There are essentially two ways to make guarantees with machine learning, one is
What we saw above is the so called a posteriori version of guarantee. I.e. we are training and after the training (after the fact) we will test, to get the error. This is very applicable to many situations, as it does not guarantee anything about performance. If its bad, we are guaranteed that it is bad when testing, and if it is good, we are guaranteed it is good.
The other side of the coin is the a priori (before the fact) guarantee. These kinds of guarantees often come in the form of
Given that we know how many data points we will get, can we say how good our learned model will be with respect to the best possible model in our class?
Remark: A consequence of this is also that the training and test error will be close, and they will both be close to the best possible.
Given a model class $\mathcal{M}$ the a priori generalization statement can be written mathematicall as $$ P \left ( R(\hat{\phi}) > \inf_{\phi \in \mathcal{M}} R(\phi) + \epsilon \right ) \text{ is small.} $$ Where $\hat \phi$ is the empirical risk minimizer.

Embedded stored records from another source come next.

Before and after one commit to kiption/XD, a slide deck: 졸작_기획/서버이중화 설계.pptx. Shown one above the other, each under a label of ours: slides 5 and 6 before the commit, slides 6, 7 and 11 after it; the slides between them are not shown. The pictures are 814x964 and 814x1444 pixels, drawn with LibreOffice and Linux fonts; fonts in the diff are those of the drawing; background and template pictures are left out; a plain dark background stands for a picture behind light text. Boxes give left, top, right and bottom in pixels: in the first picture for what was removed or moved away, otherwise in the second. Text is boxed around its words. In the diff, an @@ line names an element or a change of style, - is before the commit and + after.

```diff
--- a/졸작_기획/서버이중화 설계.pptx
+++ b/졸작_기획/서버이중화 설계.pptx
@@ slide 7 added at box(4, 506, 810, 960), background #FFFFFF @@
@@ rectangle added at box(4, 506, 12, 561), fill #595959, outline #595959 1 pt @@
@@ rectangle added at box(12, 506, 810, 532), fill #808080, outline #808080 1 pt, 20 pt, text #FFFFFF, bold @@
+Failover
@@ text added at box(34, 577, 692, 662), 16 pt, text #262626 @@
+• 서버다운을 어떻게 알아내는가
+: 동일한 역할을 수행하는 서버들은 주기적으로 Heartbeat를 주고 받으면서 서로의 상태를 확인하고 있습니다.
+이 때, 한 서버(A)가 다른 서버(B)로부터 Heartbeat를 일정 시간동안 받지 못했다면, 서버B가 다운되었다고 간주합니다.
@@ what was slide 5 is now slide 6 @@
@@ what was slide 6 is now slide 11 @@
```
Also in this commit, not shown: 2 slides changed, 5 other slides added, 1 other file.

As we saw, overfitting learns random noise. Since random noise is very complicated (its random, it has little structure) the resulting model must thus be very complicated. Look at the decision tree above. But this is not the entire truth, actually it is like this
"Overfitting" -> too complicated model
However, it is not the other way around. It is also a lot more complicated to explain all the things that goes into making a good model and what highly complicated models to not overfit in some circumstances and overfit in others.
However, there is a theory that allows us to make guarantees in certain restricted cases and it looks like this $$ P \left ( R(\hat{\phi}) > \inf_{\phi \in \mathcal{M}} R(\phi) + \epsilon \right ) \leq 8 \left ( \frac{n e}{k}\right )^k e^{-n\epsilon^2/64}. $$ and $k$ here is a measure of complexity of the model space $\mathcal{M}$, termed the VC-dimension. We have the immediate conclusion
Smaller VC-dimension -> better guarantee
This is a very hard problem, even the concept VC dimension is itself conceptually difficult. What we can say though is that, the Support Vector Machine with linear kernel and Logistic regression both have VC-dimension equal to the dimension of the space $-1$.